Oxidative Cleavage Reactions with DDQ

Entry	Substrate	Conditions	Products (% yield)
1	4	0 °C, 30 min, rt, 3 h
2	9	0 °C, 30 min, rt, 1.5 h
3	16	0 °C, 30 min, rt, 5 h 0 °C, 30 min, 3 h 3 h (0.3 eq DDQ)
4	18	0 °C, 30 min, rt, 5 h
5	10	0 °C, 30 min, rt, 4 h
6	11	0 °C, 30 min, rt, overnight 0 °C, 30 min, rt, 4 h
7	12	0 °C, 30 min, rt, 2.5 h
8	15	0 °C, 30 min, rt, 2 h
9	24	0 °C, 30 min, rt, 3 h 3 h (0.3 eq DDQ)
10	26	0 °C, 30 min, rt, 3 h

Results

Substrate Preparation

Treatment of triol 1²⁴ with dibutyltin oxide in toluene under Dean Stark conditions gave an intermediate stannylene acetal, which, on quenching with either 2-bromomethylnaphthalene or benzyl bromide in the presence of cesium fluoride, gave the 3-O-naphthylmethyl and 3-O-benzyl ethers 2 and 3, respectively. Exhaustive benzylation of 2 then gave the differentially protected substrate 4 (Scheme 1).

Scheme 1.

Reaction of the dibutylstannylene acetal derived from the known 4-O-benzyl ether 5²⁵ with p-methoxybenzyl chloride in the presence of cesium fluoride and tetrabutylammonium bromide afforded the 4-O-benzyl-3-O-p-methoxybenzyl ether 6, while reaction with naphthylmethyl bromide or benzyl bromide gave products 7 and 8,²⁶ respectively (Scheme 2). The alcohol 6 was then converted to the fully protected systems 9, 10, and 11, under standard conditions, whereas reaction of the 3,4-di-O-benzyl ether 8 with naphthylmethyl bromide and sodium hydride provided 12 (Scheme 2).

Scheme 2.

Naphthylmethylation of acetonide 13²⁷ gave 14, which was heated to reflux in a mixture of acetic acid and aqueous dioxane followed, without isolation of the intermediate 2,3-diol, by exposure to sodium hydride and benzyl bromide to give the 2,3-di-O-benzyl-4-O-naphthylmethyl system 15 (Scheme 3).

Scheme 3.

Oxidative Cleavage Reactions

Exposure of the 2,4-di-O-benzyl-3-O-naphthylmethyl system 4 to DDQ in wet dichloromethane at 0 °C for 30 mins, followed by stirring at room temperature for 3 h gave 63% of the anticipated mono-ol 16, along with 13% of diol 17²⁸ (Table 2, entry 1).

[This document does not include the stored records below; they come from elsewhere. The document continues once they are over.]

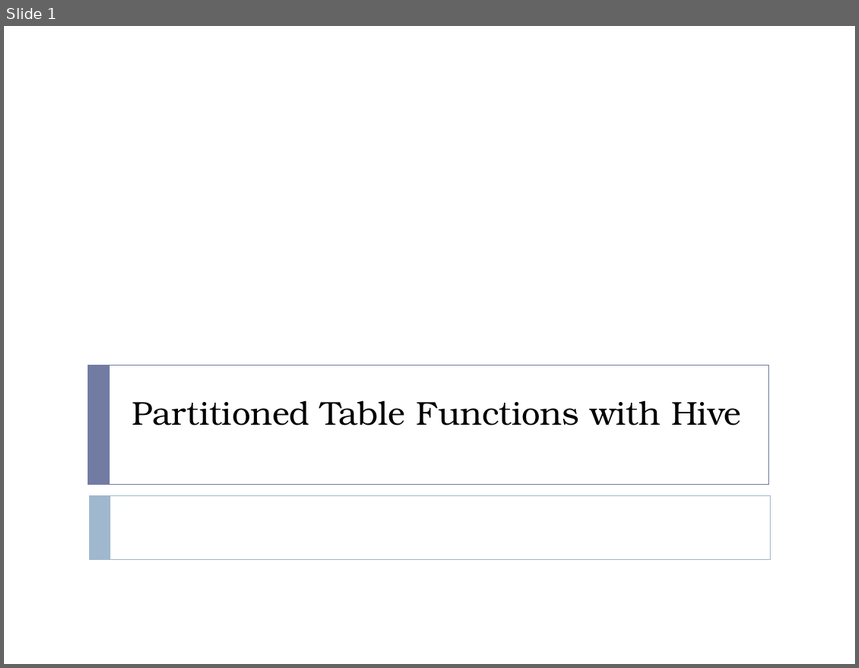
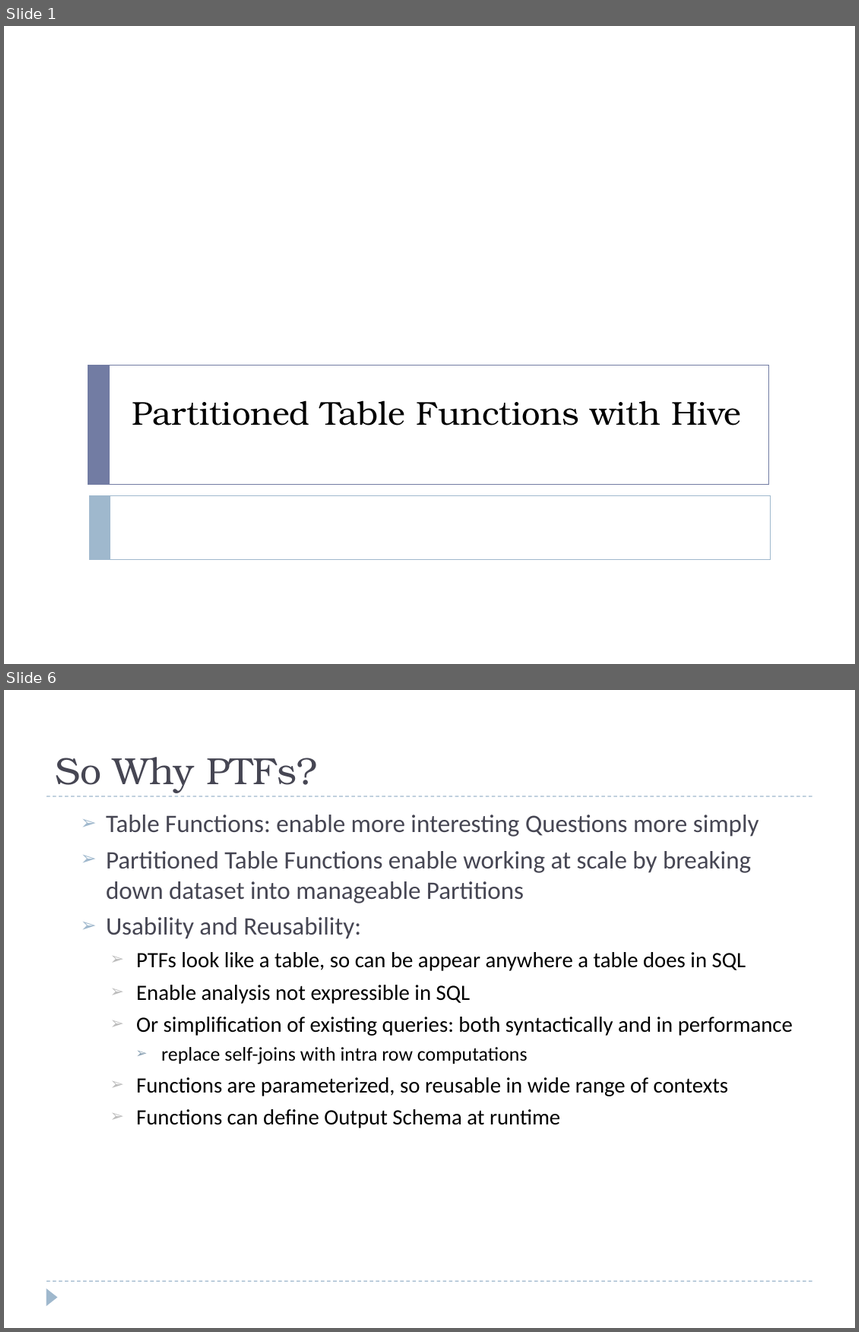
Before and after one commit to hbutani/SQLWindowing, a slide deck: docs/SQW.ppt. Shown one above the other, each under a label of ours: slide 1 before the commit, slides 1 and 6 after it; the slides between them are not shown. The pictures are 859x668 and 859x1332 pixels, drawn with LibreOffice and Linux fonts; fonts in the diff are those of the drawing. Boxes give left, top, right and bottom in pixels: in the first picture for what was removed or moved away, otherwise in the second. Text is boxed around its words. In the diff, an @@ line names an element or a change of style, - is before the commit and + after.

```diff
--- a/docs/SQW.ppt
+++ b/docs/SQW.ppt
@@ slide 6 added at (4, 690, 855, 1328), background #FFFFFF @@
@@ title added at (55, 757, 317, 793), 32 pt, text #464653 @@
+So Why PTFs?
@@ line added from (47, 796) to (813, 796), #9FB8CD 0.74 pt dashed @@
@@ text added at (106, 815, 793, 1129), 18.5 pt, text #000000 @@
+  ➢ Table Functions: enable more interesting Questions more simply
+  ➢ Partitioned Table Functions enable working at scale by breaking down dataset into manageable Partitions
+  ➢ Usability and Reusability:
+    ➢ PTFs look like a table, so can be appear anywhere a table does in SQL
+    ➢ Enable analysis not expressible in SQL
+    ➢ Or simplification of existing queries: both syntactically and in performance
+      ➢ replace self-joins with intra row computations
+    ➢ Functions are parameterized, so reusable in wide range of contexts
+    ➢ Functions can define Output Schema at runtime
@@ line added from (47, 1281) to (813, 1281), #9FB8CD 0.74 pt dashed @@
@@ triangle added at (47, 1288, 58, 1306), fill #9FB8CD @@
```
Also in this commit, not shown: 5 slides changed, 12 other slides added.

Comparable results were obtained with the corresponding 2,4-di-O-benzyl-3-O-p-methoxybenzyl ether 9 (Table 2, entry 2). When the alcohol 16 was subjected to the standard reaction conditions, the diol 17 was again formed in amounts depending on the reaction conditions and stoichiometry employed (Table 2, entry 3). When the 2,3,4-tri-O-benzyl ether 18²⁹ was similarly treated, a complex reaction mixture was obtained in which the product arising from selective removal of the 4-O-benzyl ether 19 predominated significantly (Table 2, entry 4). With the 2-O-pivalate ester 10, and the 2-O-acetate 11, the pattern was continued with cleavage of the 3-O-p-methoxybenzyl ether, accompanied by partial loss of the benzyl ether at the 4-O-position (Table 2, entries 5 and 6). Analysis of the initial reaction mixture from the reaction of 11 with DDQ was complicated by migration of the acetate group, but was facilitated by saponification. With the 3,4-di-O-benzyl-2-O-naphthylmethyl system 12, regioisomeric with the initial substrate 4, partial cleavage of the 4-O-benzyl ether was again observed (Table 2, entry 7). However, the trend did not extend to the third regioisomer in the series, the 2,3-di-O-benzyl-4-O-naphthylmethyl system 15, where the oxidative cleavage reaction was much cleaner and only minor amounts of debenzylated products were observed under the standard conditions (Table 2, entry 8).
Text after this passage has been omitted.